A lot has changed in the past year. The World Wide Web Consortium, which oversees development standards for most Internet technologies, last year approved version 1.0 of the basic specifications for XML. While there are still many standards issues hanging over the data exchange language (see sidebar story, "Questions Still Surround XML Specification Standards"), the publication of the W3C standards jump-started the market. Most vendors now say their tools are XML-enabled, and dozens of products ranging from code editors to E-commerce engines are becoming XMLed.
The adoption of XML has been quick, thanks in part to the relative ease with which vendors can integrate the nimble technology. "XML is really a tiny technology," says Philip Russom, director of business intelligence for the Hurwitz Group. "Just about anyone can build a system to support XML."
Unlike other product categories, XML isn't a type of software; it's a technology that adds greater functionality to most kinds of products involved with data. Fundamentally, it's a data-exchange language that can be used to format and package any type of data, so it can easily be transferred between applications.
Russom says the addition of XML capabilities to a software product is similar to a database or database tool carrying open database connectivity drivers. Today, everything from Microsoft Word to Oracle databases to Lotus Domino servers is becoming XMLed.

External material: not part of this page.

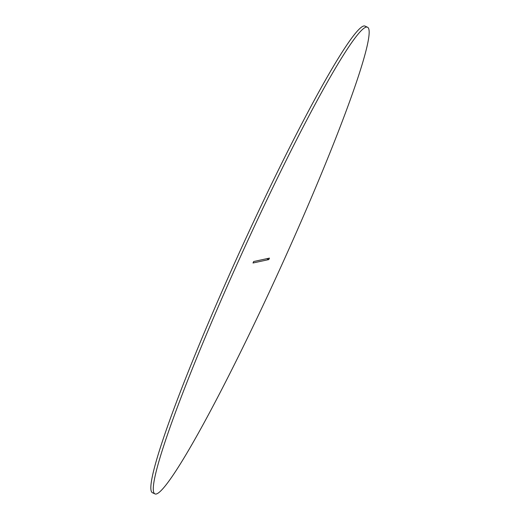 <?xml version="1.0" encoding="UTF-8"?>
<svg xmlns="http://www.w3.org/2000/svg" width="520" height="520" viewBox="0 0 520 520"><rect width="100%" height="100%" fill="white"/><g stroke="black" fill="none" stroke-linecap="round" stroke-linejoin="round"><path stroke-width="0.78" d="M155.012 493.909L152.562 492.791A256.386 20.527 -65.5 0 1 236.944 257.887A256.386 20.527 -65.5 0 1 363.688 26A256.386 20.527 -65.5 0 1 364.988 26.091L367.438 27.209A256.386 20.527 -65.5 0 1 283.056 262.113A256.386 20.527 -65.5 0 1 156.312 494A256.386 20.527 -65.5 0 1 155.012 493.909A256.386 20.527 -65.5 0 1 239.389 259.006A256.386 20.527 -65.5 0 1 366.138 27.112A256.386 20.527 -65.5 0 1 367.438 27.209M269.438 258.115L268.775 259.591L253.006 262.997L253.669 261.521L269.438 258.115M266.793 258.687L268.775 259.591"/></g></svg>
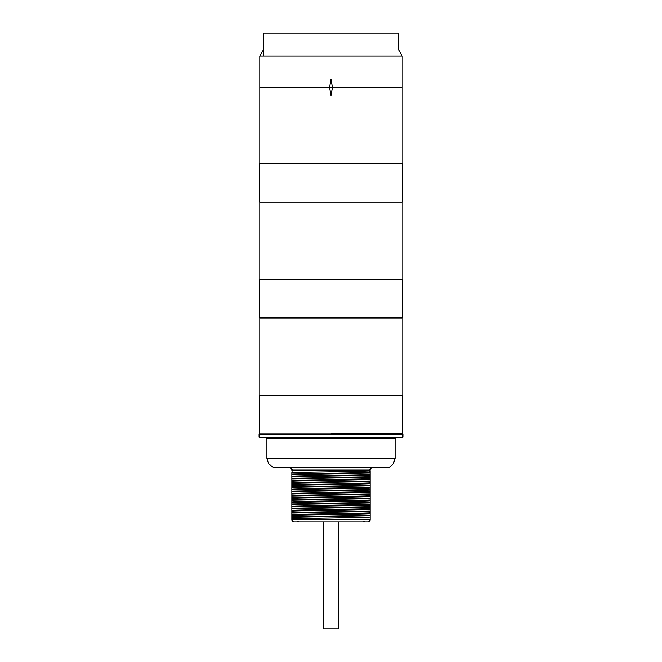 <?xml version="1.0" encoding="UTF-8"?>
<svg xmlns="http://www.w3.org/2000/svg" width="662" height="662" viewBox="0 0 662 662"><rect width="100%" height="100%" fill="white"/><g stroke="black" fill="none" stroke-linecap="round" stroke-linejoin="round"><path stroke-width="0.99" d="M331 434.04L259.074 434.04L259.074 437.21L402.926 437.21L402.926 434.04L331 434.04M291.834 472.834L291.834 476.251C297.404 475.63 364.597 475.002 370.166 474.373L370.166 475.142C364.597 475.771 297.404 476.4 291.834 477.021L291.834 476.251M291.834 477.021L291.834 480.529C297.404 479.9 364.597 479.271 370.166 478.651L370.166 479.42C364.597 480.041 297.404 480.67 291.834 481.299L291.834 480.529M291.834 481.299L291.834 484.799C297.404 484.17 364.597 483.55 370.166 482.921L370.166 483.69C364.597 484.319 297.404 484.948 291.834 485.569L291.834 484.799M291.834 485.569L291.834 489.069C297.404 488.448 364.597 487.82 370.166 487.191L370.166 487.968C364.597 488.589 297.404 489.218 291.834 489.847L291.834 489.069M291.834 489.847L291.834 493.347C297.404 492.718 364.597 492.089 370.166 491.469L370.166 492.238C364.597 492.867 297.404 493.488 291.834 494.117L291.834 493.347M291.834 494.117L291.834 497.617C297.404 496.988 364.597 496.368 370.166 495.739L370.166 496.508C364.597 497.137 297.404 497.766 291.834 498.387L291.834 497.617M291.834 498.387L291.834 501.895C297.404 501.266 364.597 500.637 370.166 500.009L370.166 500.786C364.597 501.407 297.404 502.036 291.834 502.665L291.834 501.895M291.834 502.665L291.834 506.165C297.404 505.536 364.597 504.916 370.166 504.287L370.166 505.056C364.597 505.685 297.404 506.306 291.834 506.935L291.834 506.165M291.834 506.935L291.834 510.435C297.404 509.814 364.597 509.186 370.166 508.557L370.166 509.326C364.597 509.955 297.404 510.584 291.834 511.205L291.834 510.435M291.834 511.205L291.834 514.713C297.404 514.084 364.597 513.455 370.166 512.835L370.166 513.604C364.597 514.225 297.404 514.854 291.834 515.483L291.834 514.713M291.834 517.361L291.834 519.678L291.834 515.483L291.834 517.361L370.166 515.764L370.166 519.678L370.166 517.229M370.166 470.699L370.166 474.373L369.777 470.905C362.602 471.509 299.398 472.114 292.223 472.718L291.834 472.627M292.223 472.718L291.834 470.111A2.276 2.276 0 0 0 289.551 467.835M291.834 519.157L292.223 518.95C299.398 518.346 362.602 517.742 369.777 517.138M370.166 487.191L370.166 483.69M291.834 487.455L370.166 485.85M370.166 482.921L370.166 479.42M291.834 483.177L370.166 481.58M370.166 478.651L370.166 475.142M291.834 478.907L370.166 477.31M291.834 474.629L370.166 473.032M291.834 486.909L370.166 485.312M291.834 482.639L370.166 481.042M291.834 478.361L370.166 476.764M291.834 474.091L370.166 472.494M370.166 517.022L370.166 519.678A2.276 2.276 0 0 1 367.89 521.962L294.441 521.962L323.222 521.962L323.222 628.9L338.779 628.9L338.779 521.962L367.89 521.962M370.166 515.764L370.166 513.604M370.166 512.835L370.166 509.326M370.166 508.557L370.166 505.056M370.166 504.287L370.166 500.786M370.166 500.009L370.166 496.508M370.166 495.739L370.166 492.238M370.166 491.469L370.166 487.968M370.166 470.111A2.276 2.276 0 0 1 372.449 467.835A2.276 2.276 0 0 0 370.166 470.111L369.777 470.111A2.276 2.218 90 0 1 371.986 467.835M291.834 499.727L370.166 498.13M291.834 495.457L370.166 493.86M291.834 491.187L370.166 489.582M291.834 500.273L370.166 498.676M291.834 495.995L370.166 494.398M291.834 491.725L370.166 490.128M291.834 516.823L370.166 515.226M291.834 512.545L370.166 510.948M291.834 508.275L370.166 506.678M291.834 504.005L370.166 502.4M291.834 513.091L370.166 511.494M291.834 508.813L370.166 507.216M291.834 504.543L370.166 502.946M294.11 521.962L294.11 521.962A2.276 2.276 0 0 1 291.834 519.678A2.276 2.276 0 0 0 294.11 521.962M339.896 503.6L331 503.873M331 503.774L333.334 503.708M265.479 437.21L266.902 438.641L395.098 438.641L395.098 458.435L393.327 463.921L388.685 467.835L273.315 467.835M402.215 163.597L402.215 56.063L259.785 56.063L259.785 87.392L329.577 87.367L331 95.444L332.423 87.367L402.215 87.367L329.577 87.392L332.423 87.384L331 79.316L329.577 87.392L259.785 87.392L259.785 163.597M259.785 395.479L259.785 317.992M259.785 279.538L259.785 202.051M402.215 395.479L402.215 317.992M402.215 279.538L402.215 202.051M331 433.933L402.355 433.933L402.355 395.479L259.645 395.479L259.645 433.933L259.074 434.04M331 279.538L259.645 279.538L259.645 317.992L402.355 317.992L402.355 279.538L331 279.538M331 163.597L259.645 163.597L259.645 202.051L402.355 202.051L402.355 163.597L331 163.597M329.577 87.384L331 95.444L332.423 87.392L331 79.316L329.577 87.392M263.344 56.063L263.344 33.1L398.656 33.1L398.656 49.89L402.215 56.063M395.098 458.435L266.902 458.435L268.673 463.921L273.315 467.347M369.777 470.905L369.777 470.111L292.223 470.111A2.276 2.218 90 0 0 290.014 467.835M292.223 518.95L291.834 519.678M367.559 521.962A2.276 2.218 -90 0 0 369.777 519.678L292.223 519.678A2.276 2.218 -90 0 0 294.441 521.962M402.355 433.933L402.926 434.04M395.098 438.641L396.521 437.21M266.902 438.641L266.902 458.435M363.272 521.292L364.886 521.962M298.728 521.292L297.114 521.962M259.785 56.063L263.344 49.89"/></g></svg>

The most important tools that make use of XML are the same types that were important for other document and data development, exchange, and management tasks. Those XML products fall into a few broad categories such as authoring, content management and storage, and transactions and E-commerce.
Some of the leading vendors of applications and servers for XML data transactions include Bluestone, Extricity, OnDisplay, and WebMethods. Content and data storage software vendors include companies such as Enigma, Flow Systems, Poet, and Vignette. XML authoring toolmakers include companies such as Exosoft and SoftQuad.
But these companies and product categories are just the beginning. "It's getting to the point that every tool is being XML-enabled," says Uttam Narsu, a senior industry analyst with Giga Information Group.
Narsu says the tools in the XML marketplace are still, for the most part, rough-hewn. That's partly why he says the XML marketplace still has a year to go before it hits its stride and enjoys strong growth.

As a result, most developers still have to work around gaps in the XML tool supply. Michael Radovancevich, chief architect for Just in Time Solutions Inc. in San Francisco, an Internet billing and customer-care software vendor, uses XML extensively in his company's products. The company has gotten by for the most part by using its own XML tools. Radovancevich says most XML development products have been "flaky," much like any first generation of a new software technology.
"Anybody who is developing seriously in the AML arena is probably writing lots of their own tools," Radovancevich says. "But I think we're on the verge of getting XML to be a real thing with real support."
The driving forces behind the boom in XML-enabled tools include the growth of the Internet and a surge in business-to-business E-commerce. XML also is viewed as a promising replacement for electronic data interchange.
Dennis Freeman, senior director of product marketing for Harbinger Corp. in Atlanta, which has been facilitating the exchange of electronic data among trading partners since the mid-1980s, says XML offers several advantages over EDI--which has been most common data exchange language used by businesses.